Super Rich Adventurer

Super Rich Adventurer
Keributan


Karmen sudah sampai di perkemahan. Dia langsung menuju ke tempat di mana Rangga dan para Jenderal sedang mengajari prajurit. Setiap berpapasan dengan prajurit, Karmen melihat mereka membungkuk hormat padanya.


Setelah sampai di tempat Rangga dan para Jenderal, Rangga terkejut karena Karmen hanya sendirian. Rangga pun memandang Karmen dengan heran.


"Diana di Lembah Katak!" Karmen membuka suara. Dia tahu, mereka paati bertanya-tanya soal ini.


"Apa?" Jenderal Sutono sampai berjingkat. "Apa aku tidak salah dengar?"


"Itu benar, Jenderal!" Jawab Karmen.


Lalu Karmen menyampaikan pesan Diana. Rangga dan para Jenderal mendengarkan dengan seksama. Walau mereka ragu, namun mereka percaya dengan yang diucapkan Karmen.


"Kalian mungkin tak akan percaya, Ratu Peri Hutan Siluman sudah ditaklukkannya." Rangga memberitahu. Namun, dia langsung menyesal karena menyampsikan hal yang dilarang oleh Diana.


"Apa?" Keempat Jenderal benar-benar terkejut sekarang. "Kamu jangan bercanda!" Sahut Jenderal Sutono.


"Maaf, Jenderal semua! Itu benar, namun tidak elok membahas hal yang dilarang disampaikan oleh Panglima. Kalian bisa dihukumnya kelak. Rangga! Bisakah membicarakan yang lain?" Karmen langsung menyahut dan mengingatkan Rangga.


"Aku minta maaf, tidak seharusnya aku memberitahu kalian hal yang dilarang disampaikan. Para Jenderal, tolong jangan bicarakan lsgi. Jika Panglima Diana marah, maka habislah kita!" Sahut Rangga fengan penuh penyesalan. Para Jenderal mengangguk-angguk mengerti.


Saat itu, para Pangeran tiba di tempat itu. Wajah mereka terlihat sangat marah.


"Apa-apaan ini? Kenapa setelah ditunjuk jadi Panglima, malah mengabaikan perintah Raja? Tuan Panglima, kenapa dia pergi ke Lembah Katak? Kami sangat kecewa dengan sikap Panglima!" Yang bicara adalah Pangeran Lintang.


"Kamu pikir kami ini orang bodoh? Kamu juga punya mata-mata!" Jawab Pangeran Lintang.


"Kamu tidak perlu ikut campur urusan Panglima! Panglima adalah orang yang sangat bertanggung jawab. Dia akan menyelesaikan tugasnya dengan baik tanpa harus kamu menasihatinya!" Jawab Karmen.


"Oh! Jadi bagaimana jika dia mati di Lembah Katak?" Sahut Pangeran Lintang dengan arogan.


"Kamu!" Saat hendak bicara lagi, Rangga memegang tangan Karmem agar tidak meneruskan debat dengan Pangeran Lintang.

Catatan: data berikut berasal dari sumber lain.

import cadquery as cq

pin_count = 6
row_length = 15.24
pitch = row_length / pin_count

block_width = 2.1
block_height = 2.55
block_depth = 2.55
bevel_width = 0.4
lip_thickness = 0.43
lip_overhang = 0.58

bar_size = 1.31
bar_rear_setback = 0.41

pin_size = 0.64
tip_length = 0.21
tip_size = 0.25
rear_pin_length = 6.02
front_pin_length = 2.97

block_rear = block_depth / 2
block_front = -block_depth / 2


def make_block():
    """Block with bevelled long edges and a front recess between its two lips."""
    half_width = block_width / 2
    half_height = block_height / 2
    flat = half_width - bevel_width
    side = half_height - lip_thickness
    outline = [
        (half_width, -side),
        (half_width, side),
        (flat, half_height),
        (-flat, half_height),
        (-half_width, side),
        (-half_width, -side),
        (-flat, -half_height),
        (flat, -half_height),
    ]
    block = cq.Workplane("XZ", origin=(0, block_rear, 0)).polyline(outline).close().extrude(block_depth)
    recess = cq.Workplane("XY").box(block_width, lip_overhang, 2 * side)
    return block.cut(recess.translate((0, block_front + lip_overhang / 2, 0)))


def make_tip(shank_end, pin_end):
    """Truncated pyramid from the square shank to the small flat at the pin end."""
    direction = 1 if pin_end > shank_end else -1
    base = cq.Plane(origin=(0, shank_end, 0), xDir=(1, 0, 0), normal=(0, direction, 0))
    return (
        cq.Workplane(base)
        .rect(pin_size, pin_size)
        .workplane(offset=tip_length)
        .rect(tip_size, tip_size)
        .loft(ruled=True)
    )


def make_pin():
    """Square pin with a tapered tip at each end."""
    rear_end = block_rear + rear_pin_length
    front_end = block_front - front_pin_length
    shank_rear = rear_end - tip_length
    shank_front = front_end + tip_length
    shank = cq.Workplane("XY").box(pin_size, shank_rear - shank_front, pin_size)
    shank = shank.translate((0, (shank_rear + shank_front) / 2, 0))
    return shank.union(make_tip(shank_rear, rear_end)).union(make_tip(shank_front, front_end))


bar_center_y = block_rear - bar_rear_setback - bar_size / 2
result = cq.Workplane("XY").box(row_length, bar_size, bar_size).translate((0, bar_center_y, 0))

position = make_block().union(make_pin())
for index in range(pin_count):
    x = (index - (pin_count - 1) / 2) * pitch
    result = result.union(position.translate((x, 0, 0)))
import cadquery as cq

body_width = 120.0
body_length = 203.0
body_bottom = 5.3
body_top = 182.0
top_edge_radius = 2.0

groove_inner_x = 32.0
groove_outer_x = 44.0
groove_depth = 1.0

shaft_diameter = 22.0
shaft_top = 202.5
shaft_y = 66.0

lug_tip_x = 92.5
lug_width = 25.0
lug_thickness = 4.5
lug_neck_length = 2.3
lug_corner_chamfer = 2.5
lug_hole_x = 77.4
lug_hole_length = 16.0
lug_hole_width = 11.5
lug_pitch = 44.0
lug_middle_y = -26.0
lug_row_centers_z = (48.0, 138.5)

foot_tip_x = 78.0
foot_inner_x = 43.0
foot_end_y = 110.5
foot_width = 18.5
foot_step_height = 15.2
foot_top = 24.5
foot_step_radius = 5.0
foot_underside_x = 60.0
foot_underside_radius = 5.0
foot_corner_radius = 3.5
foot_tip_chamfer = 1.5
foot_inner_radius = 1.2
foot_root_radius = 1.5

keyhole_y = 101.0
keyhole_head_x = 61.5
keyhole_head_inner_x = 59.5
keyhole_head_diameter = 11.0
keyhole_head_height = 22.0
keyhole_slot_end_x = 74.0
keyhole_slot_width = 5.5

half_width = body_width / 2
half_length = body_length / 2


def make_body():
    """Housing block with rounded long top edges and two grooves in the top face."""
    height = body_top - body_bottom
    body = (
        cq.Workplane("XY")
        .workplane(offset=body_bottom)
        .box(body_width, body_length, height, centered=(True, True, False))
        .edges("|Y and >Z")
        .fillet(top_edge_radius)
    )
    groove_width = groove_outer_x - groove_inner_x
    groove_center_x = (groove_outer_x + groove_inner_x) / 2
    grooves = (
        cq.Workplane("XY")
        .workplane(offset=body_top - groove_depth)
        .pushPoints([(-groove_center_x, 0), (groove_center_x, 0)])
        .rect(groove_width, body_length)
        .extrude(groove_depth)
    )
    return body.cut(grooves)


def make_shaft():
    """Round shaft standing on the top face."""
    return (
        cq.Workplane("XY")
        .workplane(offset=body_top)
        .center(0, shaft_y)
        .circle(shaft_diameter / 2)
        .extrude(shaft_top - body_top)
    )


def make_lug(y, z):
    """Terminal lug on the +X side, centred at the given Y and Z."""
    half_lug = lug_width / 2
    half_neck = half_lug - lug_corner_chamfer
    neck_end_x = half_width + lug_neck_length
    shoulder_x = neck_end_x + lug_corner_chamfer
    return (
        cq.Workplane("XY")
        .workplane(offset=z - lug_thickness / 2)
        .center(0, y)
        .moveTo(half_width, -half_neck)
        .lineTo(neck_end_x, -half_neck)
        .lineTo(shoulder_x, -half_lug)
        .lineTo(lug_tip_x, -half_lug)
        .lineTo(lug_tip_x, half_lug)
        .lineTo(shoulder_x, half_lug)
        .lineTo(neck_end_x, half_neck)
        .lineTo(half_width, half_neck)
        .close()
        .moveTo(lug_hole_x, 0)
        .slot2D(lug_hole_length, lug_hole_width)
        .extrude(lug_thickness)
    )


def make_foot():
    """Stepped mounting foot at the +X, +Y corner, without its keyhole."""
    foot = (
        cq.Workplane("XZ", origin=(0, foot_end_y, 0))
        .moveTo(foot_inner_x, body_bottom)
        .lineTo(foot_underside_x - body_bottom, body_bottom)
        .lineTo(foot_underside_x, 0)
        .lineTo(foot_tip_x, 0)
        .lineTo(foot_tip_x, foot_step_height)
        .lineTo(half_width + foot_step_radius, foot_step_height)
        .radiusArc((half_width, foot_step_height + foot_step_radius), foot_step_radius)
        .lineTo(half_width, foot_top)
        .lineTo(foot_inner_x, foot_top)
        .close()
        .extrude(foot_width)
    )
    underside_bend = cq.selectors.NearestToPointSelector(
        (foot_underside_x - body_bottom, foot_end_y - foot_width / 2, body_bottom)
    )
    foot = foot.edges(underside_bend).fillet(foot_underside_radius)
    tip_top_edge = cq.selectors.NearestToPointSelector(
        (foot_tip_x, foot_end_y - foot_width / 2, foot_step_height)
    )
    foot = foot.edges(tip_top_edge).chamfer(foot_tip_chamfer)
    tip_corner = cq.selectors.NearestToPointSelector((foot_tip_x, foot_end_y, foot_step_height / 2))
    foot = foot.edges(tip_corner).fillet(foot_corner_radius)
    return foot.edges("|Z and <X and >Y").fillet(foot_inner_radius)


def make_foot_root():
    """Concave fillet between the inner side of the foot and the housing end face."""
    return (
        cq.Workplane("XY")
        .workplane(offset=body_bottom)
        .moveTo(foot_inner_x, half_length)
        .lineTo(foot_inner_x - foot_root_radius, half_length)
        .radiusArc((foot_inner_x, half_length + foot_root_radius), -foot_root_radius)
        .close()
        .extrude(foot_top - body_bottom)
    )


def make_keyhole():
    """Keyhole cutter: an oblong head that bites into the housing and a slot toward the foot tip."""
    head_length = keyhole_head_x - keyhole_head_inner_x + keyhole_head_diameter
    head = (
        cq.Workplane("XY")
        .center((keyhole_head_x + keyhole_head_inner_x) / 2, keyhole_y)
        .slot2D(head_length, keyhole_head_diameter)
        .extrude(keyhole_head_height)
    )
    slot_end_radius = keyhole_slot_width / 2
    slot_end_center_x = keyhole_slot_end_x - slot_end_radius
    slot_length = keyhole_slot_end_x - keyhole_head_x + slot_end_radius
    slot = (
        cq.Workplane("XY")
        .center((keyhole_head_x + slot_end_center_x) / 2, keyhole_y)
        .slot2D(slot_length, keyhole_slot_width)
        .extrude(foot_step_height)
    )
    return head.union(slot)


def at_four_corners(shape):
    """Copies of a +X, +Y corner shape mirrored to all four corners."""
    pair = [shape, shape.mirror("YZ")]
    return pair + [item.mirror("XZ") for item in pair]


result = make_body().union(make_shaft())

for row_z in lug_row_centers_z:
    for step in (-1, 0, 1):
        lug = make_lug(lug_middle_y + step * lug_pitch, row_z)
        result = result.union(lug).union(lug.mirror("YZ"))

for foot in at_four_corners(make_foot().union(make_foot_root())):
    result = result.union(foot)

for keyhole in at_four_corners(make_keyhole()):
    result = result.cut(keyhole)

"Dengar! Panglima akan kembali, dan akan memimpin kita dalam perang ini. Jadi jangan kuatirkan Panglima! Kalian tidak akan sanggup menghadapinya walau pun jumlah kalian ribuan orang!" Kata Rangga dengan nada rtnggi.


Nada bicara Rangga tidak memdebat, namun sindirannya soal jumlah ribuan orang melawan Diana, membuat wajah Pangeran Lintang memerah. Tentu saja itu tidak masuk akal. Apalagi Pangeran Limtang merasa bahwa dia sangat hebat dalam beladiri. Jadi, dia justru merasa diremehkan.


"Baik! Aku menangtangnya bertarung satu lawan satu sampai mati!" Teriak Pangeran Lintang. Rangga, Karmen dan empat Jenderal terkejut mendengar ucapan Pangeran Lintang.


"Pangeran! Bagaimana jika aku melawanmu saja! Jika kamu bisa mengalahkanku dengan satu jurus, maka, kamu akan diangkat jadi panglima. Aku akan bicara pada Pamglima Diana untuk menyerahkan status panglima padamu!" Karmen yang menanggapi dan ingin melawan Pangeran Lintang.


"Baik! Aku setuju!" Jawab Pangeran Lintang.


"Mengenai siapa yang akan menjadi panglima jika aku menang, aku akan memilih orang yang lebih hebat. Jadi, kamu jangan menyesal.karena sudah berani menantangku!" Lanjut Pangeran Lintang.


Rangga dan Karmen saling pandang dan kemudian tersenyum geli mendemgar ucapan Pangeran Lintang. Sementara itu, Pangeran Ludira dan Pangeran lainnya hanya menggeleng-gelengkan kepala.